Instruction Encoding
Each instruction must be encoded as binary. The instruction format determines how opcodes and operands are packed into bytes.
Simple fixed-length 16-bit instruction format:
Bits 15-11: opcode (5 bits = 32 possible instructions)
Bits 10-8: destination register (3 bits = 8 registers)
Bits 7-5: source register A (3 bits)
Bits 4-3: source register B (3 bits) OR addressing mode (2 bits)
Bits 2-0: immediate value low (3 bits)
For instructions with 16-bit addresses (LOAD, STORE, JMP, CALL), a second 16-bit word follows the instruction word. The hardware must handle variable-length instruction fetching.
Alternative: pure variable-length encoding like the 8080/Z80:
- 1-byte opcode (256 possible opcodes)
- Optional 1-byte or 2-byte operand follows
Variable-length encoding is more compact but requires sequential decoding — each instruction must be decoded before knowing how long it is, making pipelined execution harder.
For a hand-built CPU, fixed-length 16-bit instructions are recommended: predictable fetch, simple decode, manageable total instruction count.
Addressing Modes
Addressing modes specify how operand values are obtained. Each mode requires different hardware in the decode/execute stage.
Immediate: the operand value is embedded in the instruction itself. ADD R0, #5 — adds constant 5 to R0. Fast (no memory read for operand) but limited to small constants.
Register direct: operand is in a register.
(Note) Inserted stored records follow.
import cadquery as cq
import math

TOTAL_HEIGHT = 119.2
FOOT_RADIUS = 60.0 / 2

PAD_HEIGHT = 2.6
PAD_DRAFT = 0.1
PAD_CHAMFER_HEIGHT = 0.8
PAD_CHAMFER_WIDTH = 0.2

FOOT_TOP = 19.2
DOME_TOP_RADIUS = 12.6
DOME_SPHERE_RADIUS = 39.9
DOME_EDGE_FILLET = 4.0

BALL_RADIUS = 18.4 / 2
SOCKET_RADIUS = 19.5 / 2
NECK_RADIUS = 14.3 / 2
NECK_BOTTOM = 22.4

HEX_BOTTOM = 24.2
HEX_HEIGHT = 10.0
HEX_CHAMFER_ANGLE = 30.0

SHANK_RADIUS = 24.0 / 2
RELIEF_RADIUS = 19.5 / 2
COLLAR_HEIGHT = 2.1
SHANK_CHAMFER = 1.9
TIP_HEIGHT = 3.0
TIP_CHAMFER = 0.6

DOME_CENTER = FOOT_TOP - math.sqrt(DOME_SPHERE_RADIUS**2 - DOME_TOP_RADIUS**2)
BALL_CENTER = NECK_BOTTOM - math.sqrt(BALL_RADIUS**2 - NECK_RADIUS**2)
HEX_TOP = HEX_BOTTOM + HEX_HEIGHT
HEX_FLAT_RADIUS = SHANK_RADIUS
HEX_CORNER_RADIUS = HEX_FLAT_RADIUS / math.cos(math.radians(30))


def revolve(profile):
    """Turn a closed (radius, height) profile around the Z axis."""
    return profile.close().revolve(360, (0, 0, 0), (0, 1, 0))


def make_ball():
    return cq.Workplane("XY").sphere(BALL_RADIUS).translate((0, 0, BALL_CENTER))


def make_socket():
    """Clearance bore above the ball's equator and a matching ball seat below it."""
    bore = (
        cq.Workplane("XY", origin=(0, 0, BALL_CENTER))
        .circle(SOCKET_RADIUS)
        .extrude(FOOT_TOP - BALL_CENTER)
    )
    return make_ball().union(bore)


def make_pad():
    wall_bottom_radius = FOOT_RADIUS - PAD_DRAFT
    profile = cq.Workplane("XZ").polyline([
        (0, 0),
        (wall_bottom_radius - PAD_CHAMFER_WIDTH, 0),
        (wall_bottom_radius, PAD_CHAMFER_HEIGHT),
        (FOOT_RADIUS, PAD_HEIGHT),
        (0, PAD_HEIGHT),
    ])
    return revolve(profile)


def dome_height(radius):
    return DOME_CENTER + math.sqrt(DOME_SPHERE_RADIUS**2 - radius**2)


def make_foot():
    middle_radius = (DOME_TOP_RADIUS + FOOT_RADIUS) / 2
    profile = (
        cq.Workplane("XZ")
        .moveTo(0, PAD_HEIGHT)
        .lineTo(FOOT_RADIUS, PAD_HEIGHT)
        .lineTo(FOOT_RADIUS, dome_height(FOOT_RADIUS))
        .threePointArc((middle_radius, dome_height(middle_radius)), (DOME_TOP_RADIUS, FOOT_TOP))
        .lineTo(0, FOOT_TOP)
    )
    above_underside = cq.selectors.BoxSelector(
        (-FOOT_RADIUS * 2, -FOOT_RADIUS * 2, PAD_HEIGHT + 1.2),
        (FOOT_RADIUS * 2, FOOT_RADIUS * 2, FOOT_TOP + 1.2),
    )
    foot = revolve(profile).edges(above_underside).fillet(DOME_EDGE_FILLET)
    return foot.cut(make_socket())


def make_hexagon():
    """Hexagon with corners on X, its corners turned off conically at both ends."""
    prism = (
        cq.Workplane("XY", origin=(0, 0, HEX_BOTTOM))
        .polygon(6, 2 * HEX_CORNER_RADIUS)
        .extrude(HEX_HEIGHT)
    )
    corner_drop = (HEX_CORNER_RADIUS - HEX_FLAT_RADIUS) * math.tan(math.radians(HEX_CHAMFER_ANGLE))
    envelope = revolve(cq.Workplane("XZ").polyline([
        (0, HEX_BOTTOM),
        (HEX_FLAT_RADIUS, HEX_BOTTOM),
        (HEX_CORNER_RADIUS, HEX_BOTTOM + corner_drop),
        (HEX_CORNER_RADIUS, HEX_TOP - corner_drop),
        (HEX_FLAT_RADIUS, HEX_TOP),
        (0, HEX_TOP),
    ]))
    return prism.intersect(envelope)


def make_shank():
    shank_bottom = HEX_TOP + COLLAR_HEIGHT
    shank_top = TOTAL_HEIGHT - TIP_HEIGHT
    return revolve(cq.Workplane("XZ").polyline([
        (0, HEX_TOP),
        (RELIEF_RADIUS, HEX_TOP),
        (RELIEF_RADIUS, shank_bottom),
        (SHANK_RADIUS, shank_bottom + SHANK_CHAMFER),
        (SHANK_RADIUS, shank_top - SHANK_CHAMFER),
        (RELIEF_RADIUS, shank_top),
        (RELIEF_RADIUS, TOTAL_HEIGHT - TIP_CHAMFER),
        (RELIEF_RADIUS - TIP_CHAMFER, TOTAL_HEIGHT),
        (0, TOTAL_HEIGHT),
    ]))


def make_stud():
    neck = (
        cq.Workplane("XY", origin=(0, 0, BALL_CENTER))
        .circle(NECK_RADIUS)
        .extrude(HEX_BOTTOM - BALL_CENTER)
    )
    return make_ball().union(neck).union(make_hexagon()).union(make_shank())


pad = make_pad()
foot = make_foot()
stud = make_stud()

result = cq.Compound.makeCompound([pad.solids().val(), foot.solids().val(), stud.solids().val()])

ADD R0, R1 — all operands in registers. Fastest execution, no memory access.
Absolute (direct): operand is at a fixed memory address. LOAD R0, $1000 — load from address 0x1000. Simple but inflexible for data structures.
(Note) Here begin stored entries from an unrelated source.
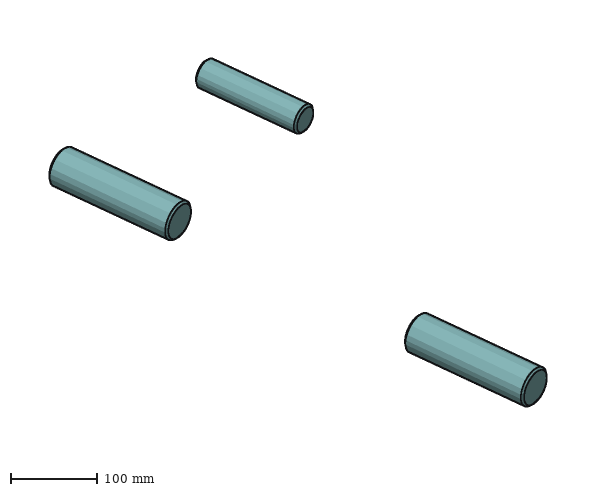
import cadquery as cq

overall_length = 686.0
overall_depth = 128.0
overall_height = 370.0

lower_diameter = 50.0
lower_length = 172.0
lower_chamfer = 3.0

upper_diameter = 38.0
upper_length = 146.0
upper_chamfer = 3.0
upper_start_x = 269.5

axis_margin = (lower_diameter + upper_diameter) / 2
upper_axis_y = -(overall_depth - axis_margin)
upper_axis_z = overall_height - axis_margin


def chamfered_pin(diameter, length, chamfer, start):
    """Round pin along +X from its start point, chamfered at both ends."""
    return (
        cq.Workplane("YZ", origin=start)
        .circle(diameter / 2)
        .extrude(length)
        .faces("<X or >X")
        .chamfer(chamfer)
    )


lower_pins = []
for start_x in (0, overall_length - lower_length):
    pin = chamfered_pin(lower_diameter, lower_length, lower_chamfer, (start_x, 0, 0))
    lower_pins.append(pin.val())

upper_pin = chamfered_pin(
    upper_diameter,
    upper_length,
    upper_chamfer,
    (upper_start_x, upper_axis_y, upper_axis_z),
)

result = cq.Compound.makeCompound([*lower_pins, upper_pin.val()])
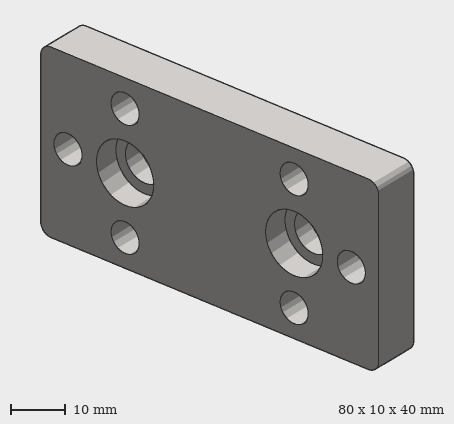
import cadquery as cq

length = 80.0
thickness = 10.0
height = length / 2
corner_radius = 2.5

main_spacing = length / 2
bore_diameter = 9.0
counterbore_diameter = 13.5
counterbore_depth = 5.5
small_diameter = 6.6
small_offset = 13.5

main_x = main_spacing / 2
main_points = [(-main_x, 0), (main_x, 0)]

small_points = []
for side in (-1, 1):
    small_points.append((side * (main_x + small_offset), 0))
    small_points.append((side * main_x, small_offset))
    small_points.append((side * main_x, -small_offset))

plate = cq.Workplane("XY").box(length, thickness, height)
plate = plate.edges("|Y").fillet(corner_radius)

plate = (
    plate.faces("<Y")
    .workplane(centerOption="CenterOfBoundBox")
    .pushPoints(main_points)
    .cboreHole(bore_diameter, counterbore_diameter, counterbore_depth)
)
result = (
    plate.faces("<Y")
    .workplane(centerOption="CenterOfBoundBox")
    .pushPoints(small_points)
    .hole(small_diameter)
)

Register indirect: operand is at the memory address contained in a register. LOAD R0, (R1) — R1 holds the address, load from that address. Enables pointers and dynamic addressing.
Indexed: effective address = base register + index register (or immediate offset). LOAD R0, $100(R1) — load from address 0x100 + R1. Enables array access (base + index).
Each additional addressing mode adds complexity to the decoder and execute stage. Start with immediate, register direct, and absolute. Add indirect when pointers are needed.
Condition Codes and Branching
The status register (flags register) holds condition codes set by arithmetic and logic instructions:
- Z (Zero): result was zero
- C (Carry): addition produced carry out, or subtraction needed borrow
- N (Negative): result’s MSB is 1 (negative in two’s complement)
- V (Overflow): signed arithmetic overflowed
Branch instructions test one or more condition codes:
- JZ: jump if Z=1 (result was zero)
- JNZ: jump if Z=0 (result was nonzero)
- JC: jump if C=1 (carry occurred)
- JN: jump if N=1 (result negative)
- JGE: jump if N XOR V = 0 (signed greater-or-equal)
The compare instruction (CMP RegA, RegB = SUB but discard result, set flags) sets condition codes without modifying registers, enabling pure condition testing before branching.
Carefully designed condition codes and branch instructions allow the full range of if/else/while/for constructs to be compiled or hand-coded into assembly. Get the condition code logic right early — it is difficult to change later without breaking all existing programs.